The output of `ls -hl` now includes the localised time strings provided by me.
The output of `date` does the same.
Vim now returns console messages in Irish localisations, none of which were provided by me. Presumably, the Vim package comes with a number of its own localisations.
Listing of files/directories with non-ASCII characters in their names, including those located on automounted external FAT32 media, basically works but some characters clearly lack glyph support in the default console font (see Requirement 3, below).
Question 1: So my homebrewed *ga_IE.UTF-8* locale seems to be up and running. But have I it built the right way? Have I missed anything?
Requirement 2: create an Irish keymap file and make it the global default
I didn't want to reinvent more of the wheel than I had to so I looked at how Ubuntu and TrueOS provide this functionality. If I've understood correctly, both use a keyboard mapping file written by Séamus Ó Ciardhuain for Xorg.

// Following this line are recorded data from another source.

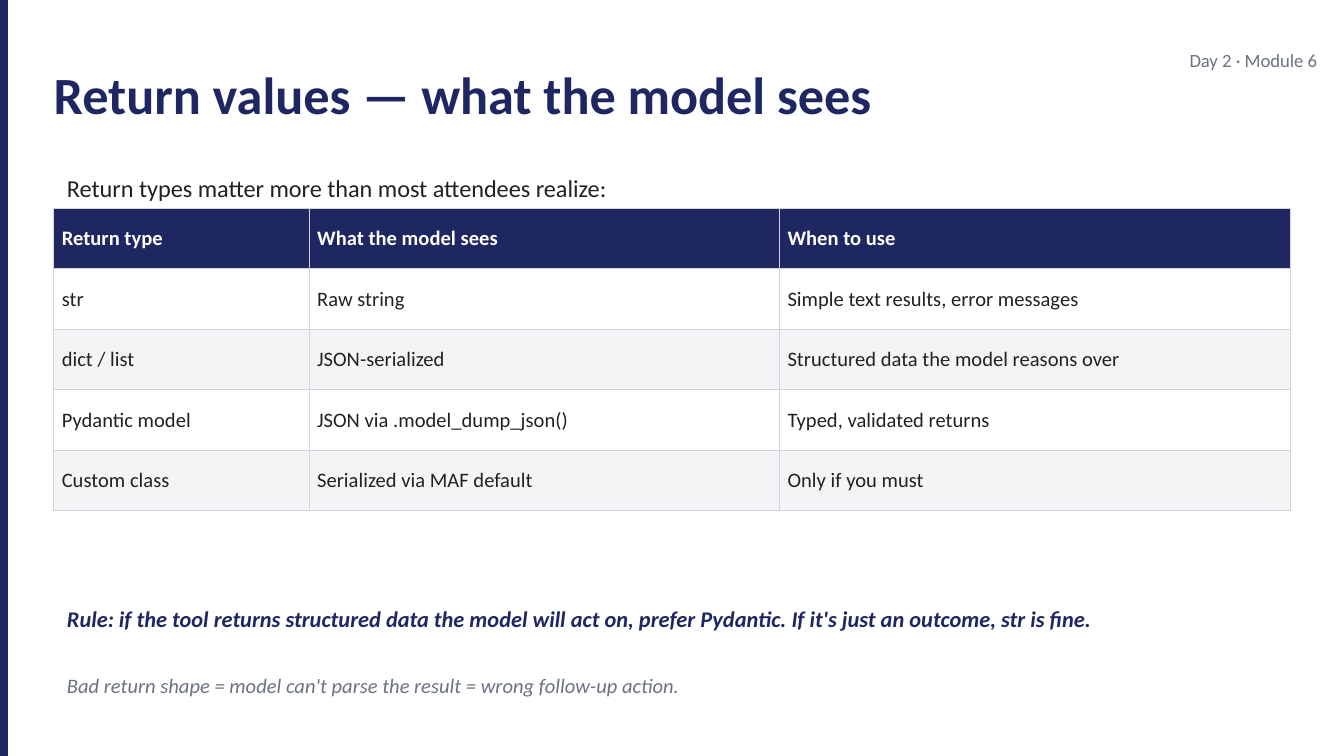
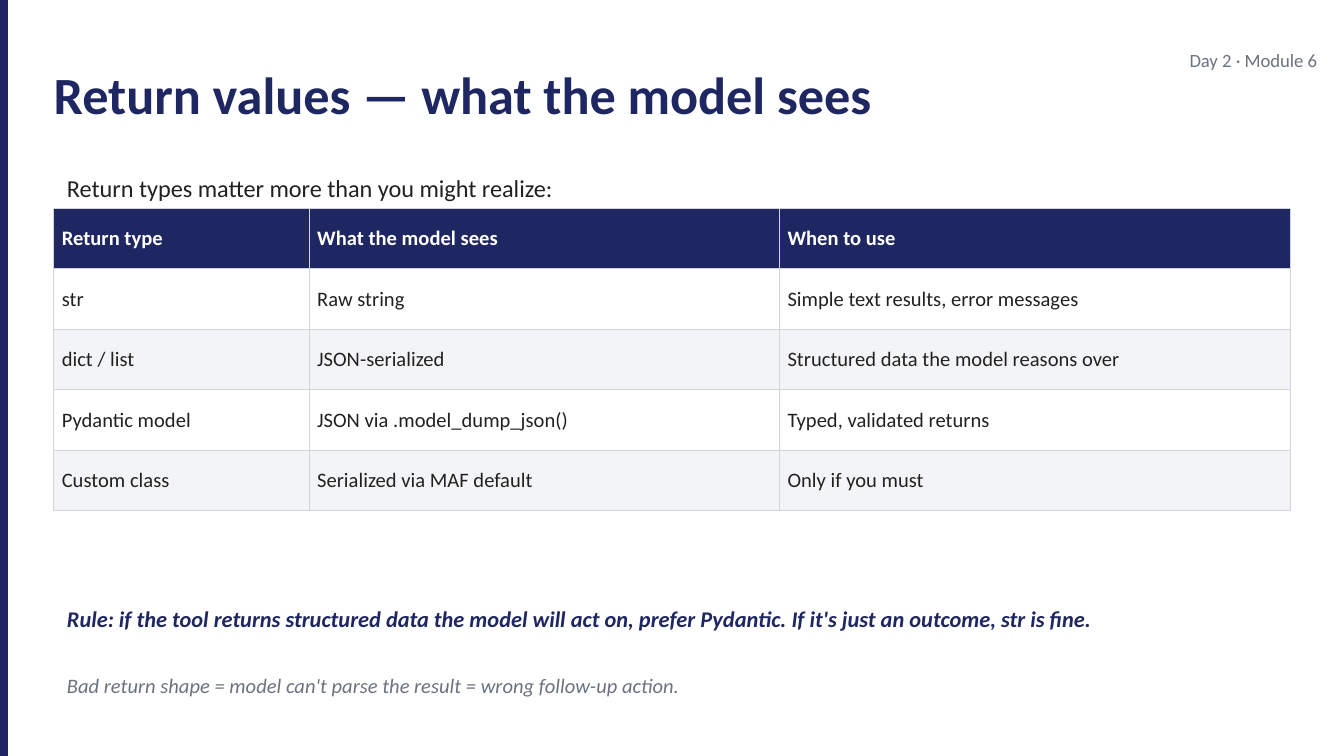
Before and after one commit to JimPiquant/Building-AI-Apps-and-Agents, a slide deck: slide 10 of decks/day2/module-6-authoring-tools.pptx. Drawn at 1344x756 pixels with LibreOffice and Linux fonts; fonts in the diff are those of the drawing. Boxes give left, top, right and bottom in pixels: in the first picture for what was removed or moved away, otherwise in the second. Text is boxed around its words. In the diff, an @@ line names an element or a change of style, - is before the commit and + after.

```diff
--- a/decks/day2/module-6-authoring-tools.pptx
+++ b/decks/day2/module-6-authoring-tools.pptx
@@ text at <box>67,180,552,201</box>: text changed @@
-Return types matter more than most attendees realize:
+Return types matter more than you might realize:
```
Also in this commit, not shown: 1 other slide changed, 25 other files.

Ó Ciardhuain's mappings support characters essential to modern and traditional Irish orthography, along with characters of the Early Medieval Ogham alphabet. For the moment at least, I intend to focus only on the modern and traditional orthographic characters. Once I get all these working I might look into creating a separate 'native' FreeBSD keymap for Ogham.
Ó Ciardhuain's mappings use *Alt Gr* as either a modifier- or a dead key. In some cases *Shift* and *Caps Lock* further modify the output.
In Ubuntu, the mapping file, named simply ie, is located in /usr/share/X11/xkb/symbols.
Even in plain vanhilla Ubuntu server, without X having been explicitly installed, this part of the directory tree's present, as is the ie file.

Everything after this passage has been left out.